Ноги резко свело судорогой, и всё закончилось. Сидящая на полу, всё ещё одетая, но в приспущенном на стройные загорелые ноги белье, она была верхом сексуальности, и гордость сознания этого ненадолго превратила её снова в ребёнка. Арик восторгов, по-видимому, не разделял, вперившись в пустые страницы.
– Почему здесь ничего нет?
– То есть? – сделала она вид, что не поняла.
– Слов. Он пустой.
– Сам же сказал, что врут, чем теперь недоволен, – Малая не привыкла бояться, но этот тип мог удушить тут же, поддавшись мимолетному порыву или инстинкту. – Это же я, Аня. Просто ещё не начала его вести.
– Как-то ты слишком много понимаешь для…
– Шлюхи?
– Нет, для столь юной… Тем более – женщины.

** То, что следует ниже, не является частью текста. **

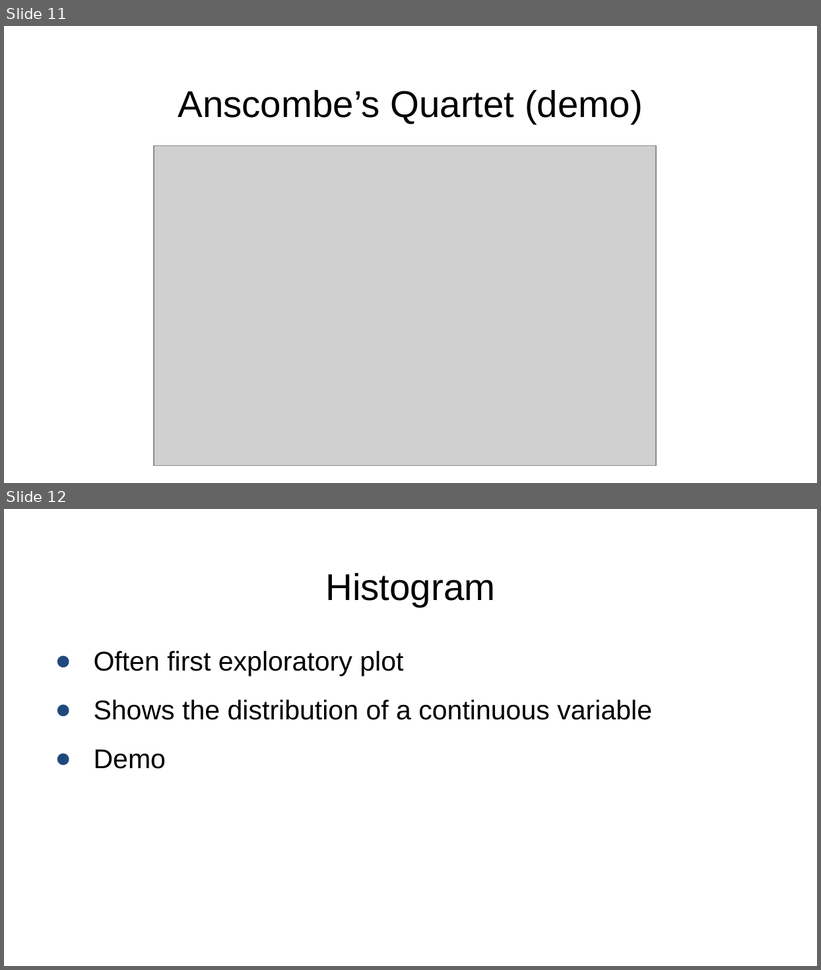
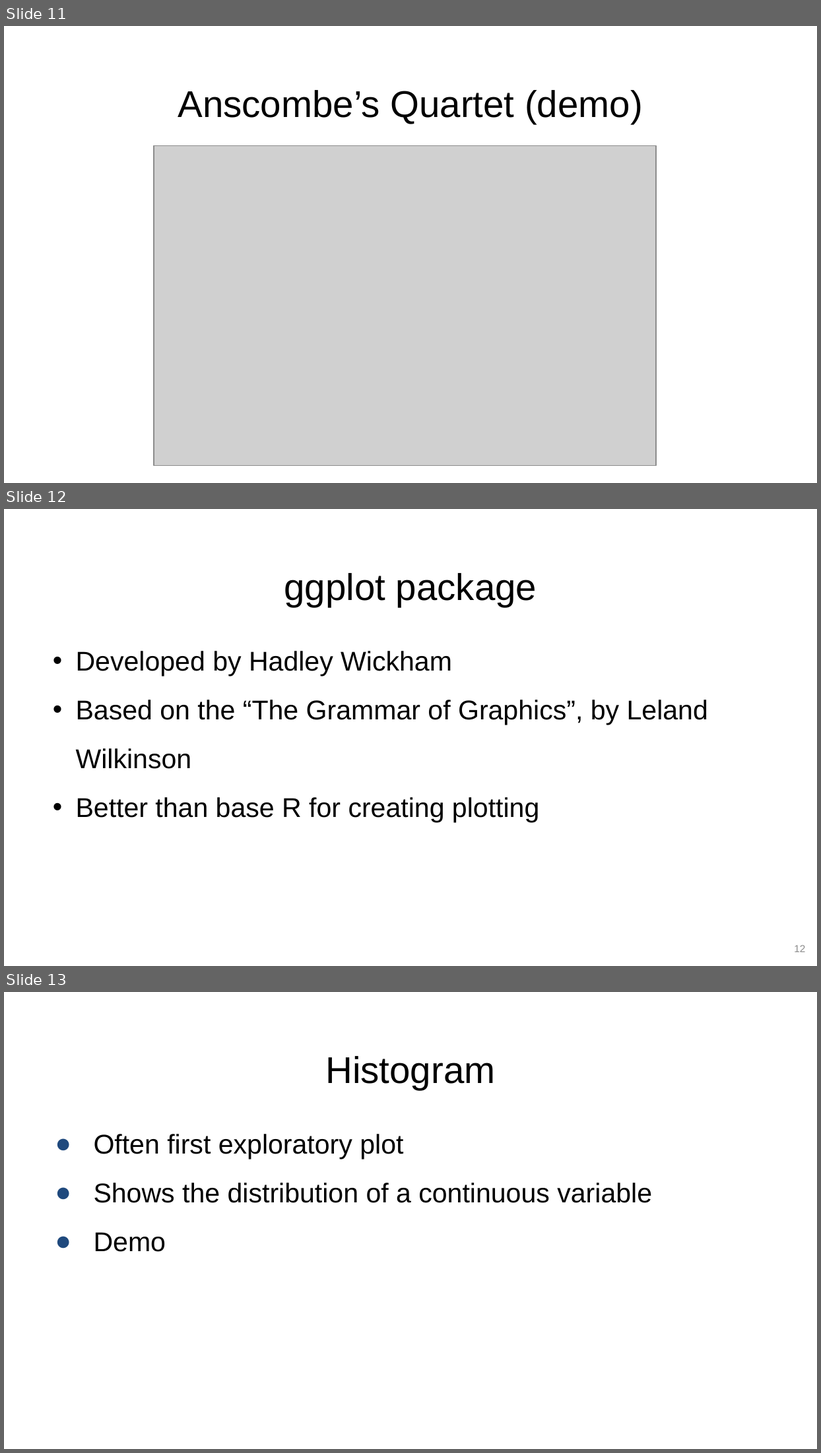
Before and after one commit to gwgarrison/rmoug_2015, a slide deck: garrison_presentation.pptx. Shown one above the other, each under a label of ours: slides 11 and 12 before the commit, slides 11, 12 and 13 after it. The pictures are 821x970 and 821x1453 pixels, drawn with LibreOffice and Linux fonts; fonts in the diff are those of the drawing; grey boxes stand for pictures; background and template pictures are left out. Boxes give left, top, right and bottom in pixels: in the first picture for what was removed or moved away, otherwise in the second. Text is boxed around its words. In the diff, an @@ line names an element or a change of style, - is before the commit and + after.

```diff
--- a/garrison_presentation.pptx
+++ b/garrison_presentation.pptx
@@ slide 12 added at [4,509,817,966], background picture (left out) @@
@@ title added at [284,573,537,607], 33 pt, text #000000 @@
+ggplot package
@@ text added at [76,651,708,823], 24 pt, text #000000 @@
+• Developed by Hadley Wickham
+• Based on the “The Grammar of Graphics”, by Leland Wilkinson
+• Better than base R for creating plotting
@@ page number added at [794,945,805,953], 9 pt, text #8C8C8C @@
+12
@@ what was slide 12 is now slide 13 @@
```
Also in this commit, not shown: 7 slides changed, 1 other slide added, 1 slide removed, 5 other files.
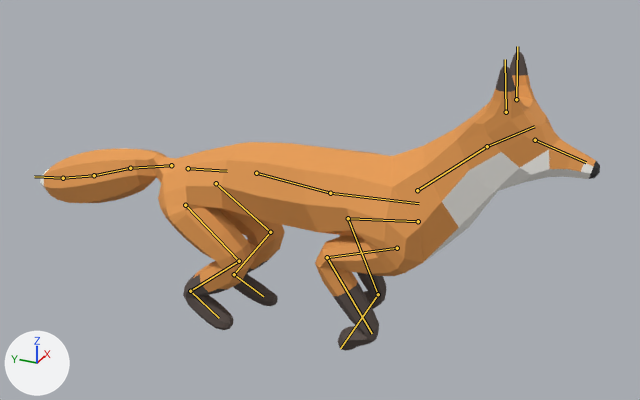
The FBX model Assets/Models/Creatures/Fox/Fox.fbx: old version first, new version second.
One viewpoint serves both versions: a 50 mm lens placed at (-2.147, -0.992, 1.549), pointed at (0.042, -0.007, 0.455). Lighting does not change. The marker at lower left points along +X, +Y and +Z. The first picture is the older version. Both versions are drawn at frame 27 of the action 'Armature|Gallop'; the numbers are the values there. The bones that change, and the others that lie on the model, are drawn over the model as lines.

In view in the first picture: 'Body'.
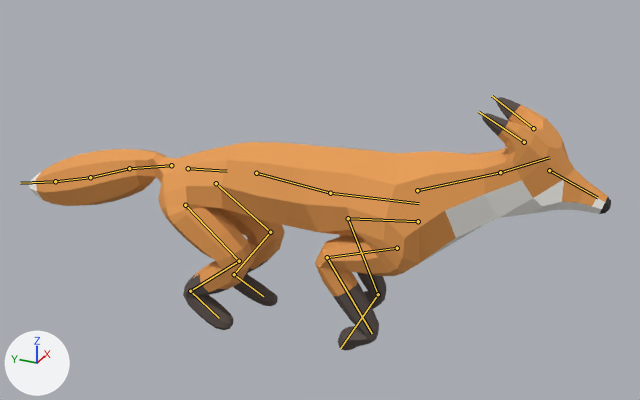
Changed parts and their boxes (x1, y1, x2, y2) in the pictures (640 x 400 px):
```json
{"object": "Body", "change": "posed", "before": [40, 52, 600, 351], "after": [29, 97, 611, 351], "on screen": "15% shorter"}
{"bone": "Neck", "before": "(417, 190) to (487, 146)", "after": "(417, 190) to (500, 172)"}
{"bone": "Head", "before": "(487, 146) to (534, 126)", "after": "(500, 172) to (549, 157)"}
{"bone": "Ear_L", "before": "(516, 99) to (517, 46)", "after": "(533, 128) to (492, 96)"}
{"bone": "Ear_R", "before": "(506, 112) to (505, 59)", "after": "(524, 142) to (478, 111)"}
{"bone": "Tail1", "before": "(171, 165) to (130, 168)", "after": "(171, 165) to (129, 168)"}
{"bone": "Tail2", "before": "(130, 168) to (94, 175)", "after": "(129, 168) to (90, 177)"}
{"bone": "Tail3", "before": "(94, 175) to (63, 178)", "after": "(90, 177) to (55, 181)"}
{"bone": "Tail4", "before": "(63, 178) to (34, 176)", "after": "(55, 181) to (20, 183)"}
```

The change, as JSON lines over the scene's bpy script:
```json
{"block": "bone_neck", "where": "bone_neck = bpy.data.objects['Armature'].pose.bones['Neck']  # child of 'Spine2'"}
{"op": "set", "path": "bone_neck.rotation_quaternion", "old": "(1.0, 0.005, 0.0, 0.0)", "new": "(0.988, -0.156, 0.0, 0.0)", "note": "degrees (1, 0, 0) -> degrees (-18, 0, 0)"}
{"block": "bone_head", "where": "bone_head = bpy.data.objects['Armature'].pose.bones['Head']  # child of 'Neck'"}
{"op": "set", "path": "bone_head.rotation_quaternion", "old": "(1.0, -0.006, 0.0, 0.0)", "new": "(0.994, 0.112, 0.0, 0.0)", "note": "degrees (-1, 0, 0) -> degrees (13, 0, 0)"}
{"block": "bone_ear_l", "where": "bone_ear_l = bpy.data.objects['Armature'].pose.bones['Ear_L']  # child of 'Head'"}
{"op": "set", "path": "bone_ear_l.rotation_quaternion", "old": "(1.0, -0.012, -0.001, 0.0)", "new": "(0.86, -0.508, -0.046, -0.004)", "note": "degrees (-1, 0, 0) -> degrees (-61, -5, 2)"}
{"block": "bone_ear_r", "where": "bone_ear_r = bpy.data.objects['Armature'].pose.bones['Ear_R']  # child of 'Head'"}
{"op": "set", "path": "bone_ear_r.rotation_quaternion", "old": "(1.0, -0.012, 0.001, 0.0)", "new": "(0.86, -0.508, 0.046, 0.004)", "note": "degrees (-1, 0, 0) -> degrees (-61, 5, -2)"}
{"block": "bone_tail1", "where": "bone_tail1 = bpy.data.objects['Armature'].pose.bones['Tail1']  # child of 'Hips'"}
{"op": "set", "path": "bone_tail1.rotation_quaternion", "old": "(0.999, 0.045, 0.007, -0.025)", "new": "(0.999, 0.045, 0.002, -0.008)", "note": "degrees (5, 1, -3) -> degrees (5, 0, -1)"}
{"block": "bone_tail2", "where": "bone_tail2 = bpy.data.objects['Armature'].pose.bones['Tail2']  # child of 'Tail1'"}
{"op": "set", "path": "bone_tail2.rotation_quaternion", "old": "(1.0, -0.005, 0.007, -0.019)", "new": "(1.0, -0.005, 0.001, -0.002)", "note": "degrees (-1, 1, -2) -> degrees (-1, 0, 0)"}
{"block": "bone_tail3", "where": "bone_tail3 = bpy.data.objects['Armature'].pose.bones['Tail3']  # child of 'Tail2'"}
{"op": "set", "path": "bone_tail3.rotation_quaternion", "old": "(1.0, -0.005, 0.005, -0.02)", "new": "(1.0, -0.005, -0.002, 0.007)", "note": "degrees (-1, 1, -2) -> degrees (-1, 0, 1)"}
{"block": "bone_tail4", "where": "bone_tail4 = bpy.data.objects['Armature'].pose.bones['Tail4']  # child of 'Tail3'"}
{"op": "set", "path": "bone_tail4.rotation_quaternion", "old": "(1.0, -0.005, 0.004, -0.02)", "new": "(1.0, -0.005, -0.003, 0.016)", "note": "degrees (-1, 0, -2) -> degrees (-1, 0, 2)"}
```

– Гендерное превосходство вам не к лицу.
– При чём здесь превосходство. Я молодой, сильный, наглый и вполне ещё неглупый. К тому же у меня есть ресурсы, время и, наконец, мотивация. Следовательно, при чём здесь ты? – наверное, первый раз она видела его в замешательстве.
– Так спроси, – она попыталась усмехнуться. – Глядишь, что и расскажет.

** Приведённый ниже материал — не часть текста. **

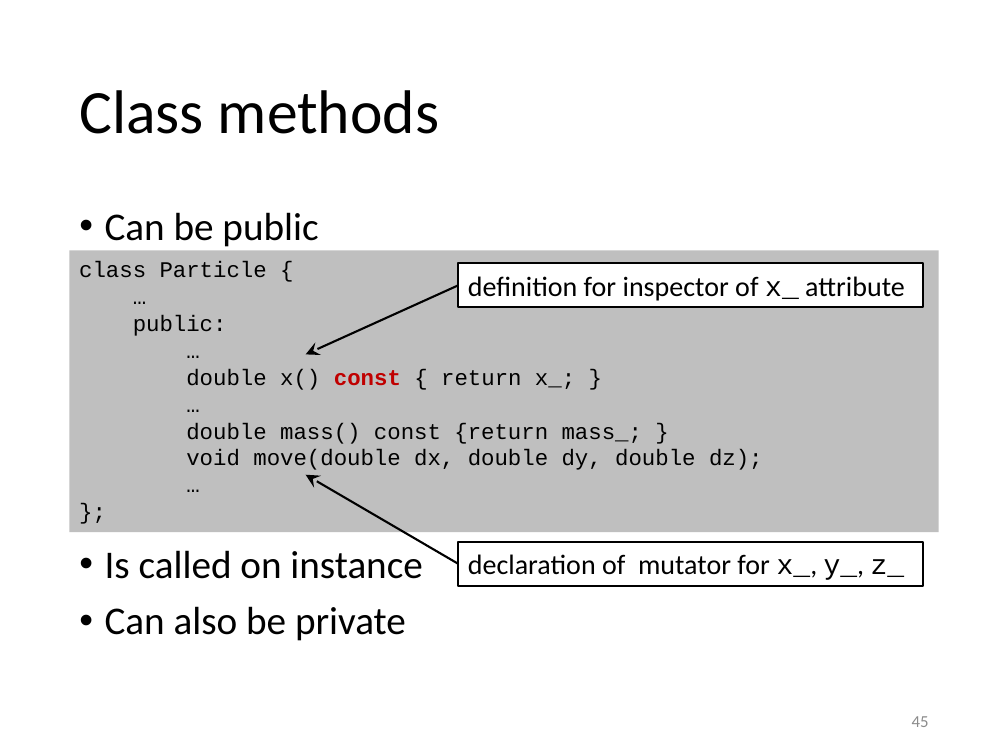
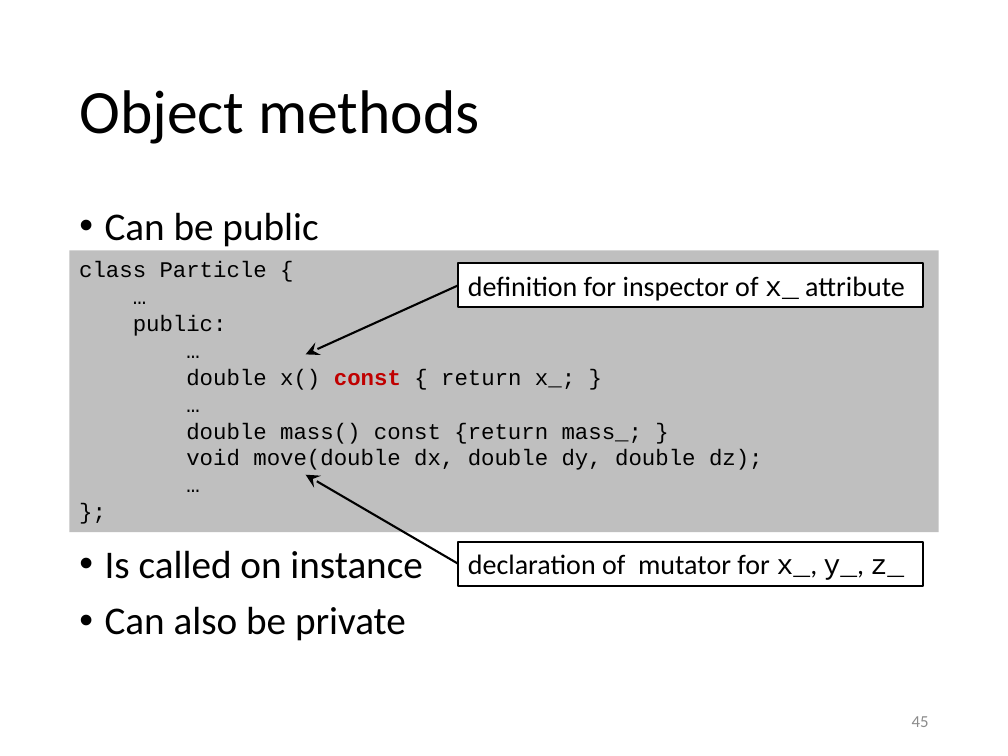
Before and after one commit to gjbex/Scientific-C-plus-plus, a slide deck: slide 45 of scientific_cpp.pptx. Drawn at 1008x756 pixels with LibreOffice and Linux fonts; fonts in the diff are those of the drawing. Boxes give left, top, right and bottom in pixels: in the first picture for what was removed or moved away, otherwise in the second. Text is boxed around its words. In the diff, an @@ line names an element or a change of style, - is before the commit and + after.

Commit message:
Fix terminology
Replace class attribute/method by object attribute/method

```diff
--- a/scientific_cpp.pptx
+++ b/scientific_cpp.pptx
@@ title at [79, 90, 479, 144]: text changed @@
-Class methods
+Object methods
```
Also in this commit, not shown: 4 other slides changed, 1 slide removed.

– Теперь уже нет. Теперь я твой рассказчик.
– Звучит как рабовладелец.
– Хорошая фантазия, не находишь? Красота в услужении. Насилие… Падение, – каждое слово произносилось тихо, но отчётливо, так, что пробелы будто тоже отбивались пишущей машинкой. – Необходимость ублажать, полнокровная манящая юная привлекательность – для утех. Обязанность. Рок. Неизбежность, – ритм повторился, выбрав направление стихийно и безошибочно. Задыхаясь, она ловила обрывки фраз: исполненных всё той же грубой властности, хрипящих от возбуждения, столь родных и близких… Как ни один прежде.

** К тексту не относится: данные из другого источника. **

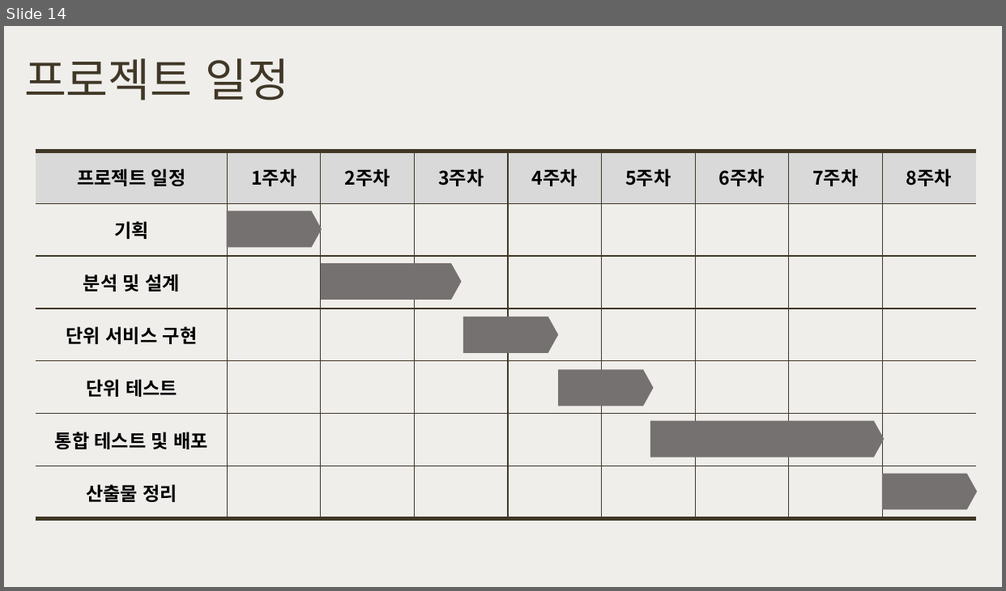
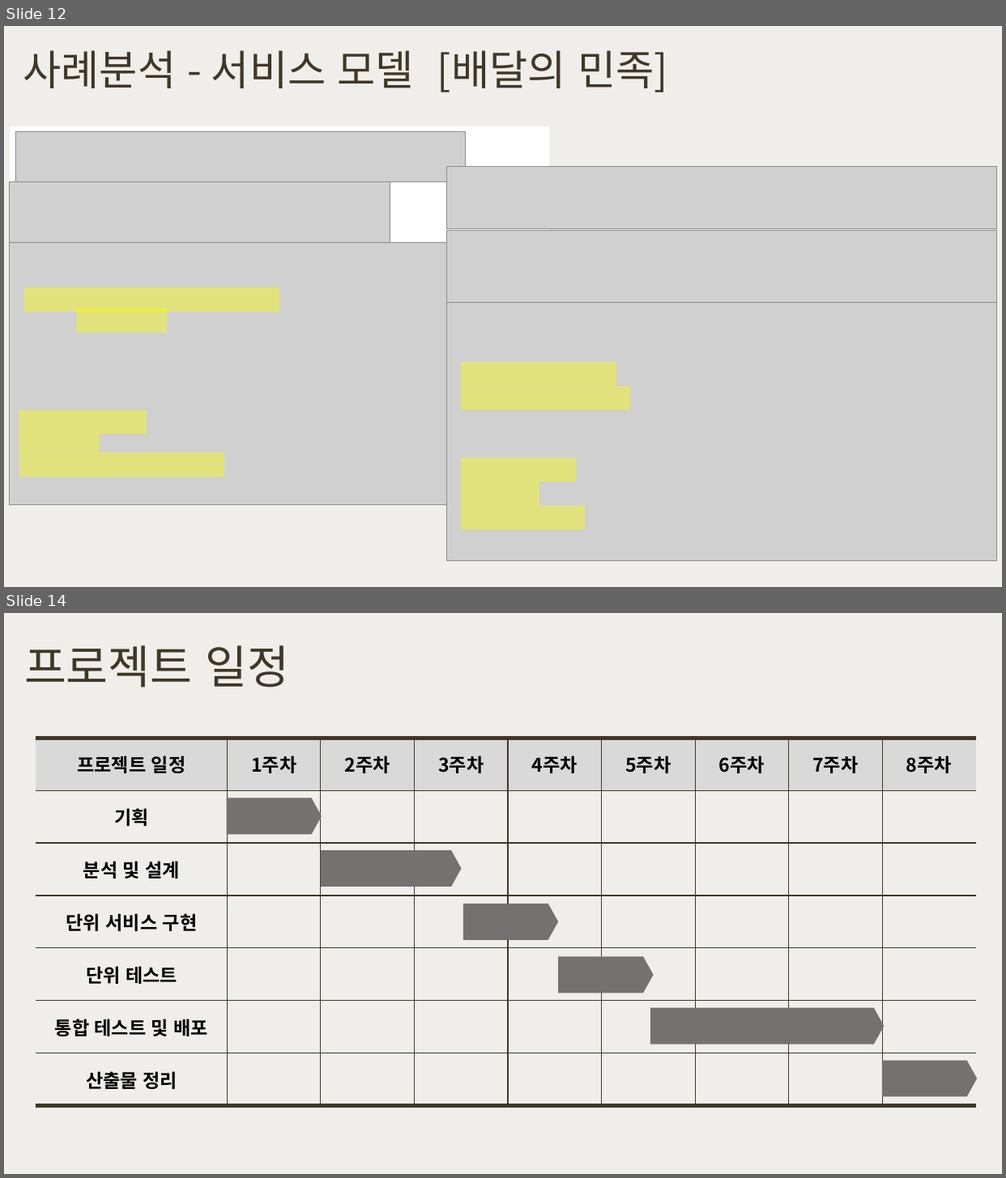
Before and after one commit to happyjane210/GIT2021-working, a slide deck: 9-project/1. 프로젝트 기획/주간 커-피 (초안).pptx. Shown one above the other, each under a label of ours: slide 14 before the commit, slides 12 and 14 after it; the slides between them are not shown. The pictures are 1006x591 and 1006x1178 pixels, drawn with LibreOffice and Linux fonts; fonts in the diff are those of the drawing; grey boxes stand for pictures. Boxes give left, top, right and bottom in pixels: in the first picture for what was removed or moved away, otherwise in the second. Text is boxed around its words. In the diff, an @@ line names an element or a change of style, - is before the commit and + after.

```diff
--- a/9-project/1. 프로젝트 기획/주간 커-피 (초안).pptx
+++ b/9-project/1. 프로젝트 기획/주간 커-피 (초안).pptx
@@ slide 12 added at (4,26,1002,587), background #EFEEEB @@
@@ title added at (23,50,668,92), 40 pt, text #403726 @@
+사례분석 - 서비스 모델 [배달의 민족]
@@ group added at (9,126,549,506): 6 rectangles, 3 pictures @@
@@ group added at (447,167,997,561): 5 rectangles, 3 pictures @@
```
Also in this commit, not shown: 9 slides changed, 1 slide removed, 4 other files.

В этот раз всё завершилось правильно, то есть когда он захотел. И как захотел. Улыбчивая молодая красавица Анна вдруг поняла, что он знает желания лучшее её самой. Потому что теперь то были его желания. Глядя снизу вверх расширенными зрачками, осознала, что ей нравится так смотреть. Просто смотреть, а не обыгрывать очередную эротическую сцену в окружении податливо грубых возбуждённых поклонников.
– Дневник оставляю, – звучал его голос. – На сегодня пока хватит, но скоро снова приду, – запустив руку в её волосы, улыбнулся понимающе.
В ответ она прошептала ему очевидное.
– Искренне тебе сочувствую. Сам уже ничего. Умираю – не чувствую, и убиваю – не чувствую.
Он давно ушёл, но она всё ещё была Аней. Образ будто загнали глубоко внутрь нервическими фрикциями. Дышать стало трудно, но не дышать ведь тоже не выход. Не сказать, чтобы случилась зависимость: окажись этот тип впоследствии бесхарактерной дрянью, она оставила бы его без сожаления. Но мир – всего лишь призма, через которую смотришь на жизнь – если не искать ничего волнующего, приготовься встречать его всюду одинаковым. Аня всё ещё была женщиной, и потому годы за трубкой в ожидании помпезной процессии с трупом врага её очевидно не прельщали. Требовалось действовать, иначе риск поддаться воле обстоятельств становился чересчур существенным. Главное в любом процессе – его систематизировать. Превратить в ряд понятных отрывистых пунктов, вопросов и предложений. С хорошим реестром и покорение смежных пространств не кажется невыполнимой задачей.